By Alice Robb
Alexander Peters didn’t have the chance to dance at his high school prom, but he will soon dance full-time as a member of a professional ballet company.
The West Sider, 19, spends seven hours a day in dance classes and rehearsals, leaving little time for academics or socializing. Alex and classmates Lily Balogh, 18, and Lars Nelson, 19, are three recent graduates of the School of American Ballet, the official school of New York City Ballet at Lincoln Center.
Not long ago, the three found out where their dancing careers will take them after years of studying on the West Side.
Alex will become a member of Kansas City Ballet, an acclaimed regional company, while Lily and Lars were awarded two of the most coveted positions for young dancers: apprenticeships with the New York City Ballet, one of the most prestigious ballet companies in the world.
An apprenticeship is a yearlong trial contract that usually ends with an offer to join the corps de ballet. Peter Martins, Ballet Master in Chief of NYCB, made just five apprenticeship offers this year, down from 10 last year.

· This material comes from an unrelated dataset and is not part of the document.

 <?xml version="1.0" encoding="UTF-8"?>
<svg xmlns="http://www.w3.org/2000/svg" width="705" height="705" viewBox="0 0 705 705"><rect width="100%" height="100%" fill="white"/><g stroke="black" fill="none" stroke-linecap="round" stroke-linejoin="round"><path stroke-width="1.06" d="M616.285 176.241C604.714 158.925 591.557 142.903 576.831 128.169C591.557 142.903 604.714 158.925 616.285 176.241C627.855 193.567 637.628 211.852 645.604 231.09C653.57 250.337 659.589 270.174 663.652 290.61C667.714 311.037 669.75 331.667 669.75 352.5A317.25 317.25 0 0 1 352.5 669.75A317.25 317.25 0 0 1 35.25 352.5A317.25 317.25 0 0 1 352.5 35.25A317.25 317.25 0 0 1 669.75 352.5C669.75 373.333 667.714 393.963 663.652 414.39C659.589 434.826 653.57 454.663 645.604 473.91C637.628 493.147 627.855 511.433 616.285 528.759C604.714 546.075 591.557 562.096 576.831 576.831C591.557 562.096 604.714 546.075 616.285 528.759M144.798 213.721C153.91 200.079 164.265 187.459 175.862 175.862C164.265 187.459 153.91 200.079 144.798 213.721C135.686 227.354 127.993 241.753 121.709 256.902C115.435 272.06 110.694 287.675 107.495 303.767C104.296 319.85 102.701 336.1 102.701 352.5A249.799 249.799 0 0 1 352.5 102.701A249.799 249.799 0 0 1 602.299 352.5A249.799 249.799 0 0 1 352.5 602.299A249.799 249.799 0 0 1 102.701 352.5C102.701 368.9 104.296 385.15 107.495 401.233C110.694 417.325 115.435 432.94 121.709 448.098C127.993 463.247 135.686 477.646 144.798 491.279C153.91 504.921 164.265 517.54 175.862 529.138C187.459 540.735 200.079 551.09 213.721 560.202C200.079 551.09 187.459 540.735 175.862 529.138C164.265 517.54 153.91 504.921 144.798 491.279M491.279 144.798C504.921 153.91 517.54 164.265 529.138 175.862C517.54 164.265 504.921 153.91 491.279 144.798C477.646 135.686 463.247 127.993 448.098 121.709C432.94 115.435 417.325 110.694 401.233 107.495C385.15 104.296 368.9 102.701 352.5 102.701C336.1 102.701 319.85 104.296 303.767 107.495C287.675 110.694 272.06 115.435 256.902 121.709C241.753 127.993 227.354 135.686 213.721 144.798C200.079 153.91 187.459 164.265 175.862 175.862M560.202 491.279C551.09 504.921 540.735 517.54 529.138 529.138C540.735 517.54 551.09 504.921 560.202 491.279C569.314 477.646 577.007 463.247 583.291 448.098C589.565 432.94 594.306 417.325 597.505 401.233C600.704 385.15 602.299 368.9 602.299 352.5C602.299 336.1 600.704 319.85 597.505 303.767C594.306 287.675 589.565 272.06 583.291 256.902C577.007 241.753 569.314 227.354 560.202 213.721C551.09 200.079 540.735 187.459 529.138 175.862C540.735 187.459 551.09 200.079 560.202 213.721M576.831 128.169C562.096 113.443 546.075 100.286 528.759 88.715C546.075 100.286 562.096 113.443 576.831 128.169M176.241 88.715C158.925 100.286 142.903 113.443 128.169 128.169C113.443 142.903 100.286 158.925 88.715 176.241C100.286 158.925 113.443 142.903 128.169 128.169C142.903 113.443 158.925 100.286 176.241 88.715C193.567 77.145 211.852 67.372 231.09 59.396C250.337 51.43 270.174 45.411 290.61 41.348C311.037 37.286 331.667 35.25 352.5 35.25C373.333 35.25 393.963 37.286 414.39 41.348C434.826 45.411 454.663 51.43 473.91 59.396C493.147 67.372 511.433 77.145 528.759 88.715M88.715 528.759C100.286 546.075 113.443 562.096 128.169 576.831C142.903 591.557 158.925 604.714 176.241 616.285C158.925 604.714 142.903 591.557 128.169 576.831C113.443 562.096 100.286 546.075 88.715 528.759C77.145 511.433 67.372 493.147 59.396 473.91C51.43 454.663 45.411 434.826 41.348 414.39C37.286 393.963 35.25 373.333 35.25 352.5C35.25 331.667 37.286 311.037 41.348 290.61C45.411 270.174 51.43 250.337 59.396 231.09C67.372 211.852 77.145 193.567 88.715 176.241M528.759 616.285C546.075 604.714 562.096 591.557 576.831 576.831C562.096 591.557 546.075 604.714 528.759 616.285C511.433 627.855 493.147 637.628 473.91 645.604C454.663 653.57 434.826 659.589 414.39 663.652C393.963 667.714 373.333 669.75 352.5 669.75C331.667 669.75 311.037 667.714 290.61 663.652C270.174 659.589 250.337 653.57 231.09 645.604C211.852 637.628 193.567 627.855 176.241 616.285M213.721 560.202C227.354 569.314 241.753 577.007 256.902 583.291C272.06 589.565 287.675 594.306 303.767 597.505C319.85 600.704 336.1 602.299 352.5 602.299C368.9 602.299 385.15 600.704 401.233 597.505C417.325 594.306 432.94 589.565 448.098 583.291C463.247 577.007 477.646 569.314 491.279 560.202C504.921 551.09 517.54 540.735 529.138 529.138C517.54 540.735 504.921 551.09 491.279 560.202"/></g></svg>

Only after completing a grueling four-month long audition season did the duo learn of their good fortune. Lily was entertaining offers from Los Angeles Ballet and Carolina Ballet when Kay Mazzo, co-chairman of faculty at SAB, hinted that she shouldn’t accept either company yet. It was not until mid-June that Mr. Martins assembled his chosen ones and broke the news.
“It was shocking obviously, even though we knew it was a possibility,” Lars said.
Lily has studied at SAB since her mother saw an ad in a paper and brought her to an audition nine years ago. Every year, SAB accepts about 30 children into each class. One or two make it through the ranks of the school to eventually join NYCB.
As a child performing in The Nutcracker, Lily remembers loitering backstage, waiting for the grown-up dancers to go on. Next year, she will be one of them.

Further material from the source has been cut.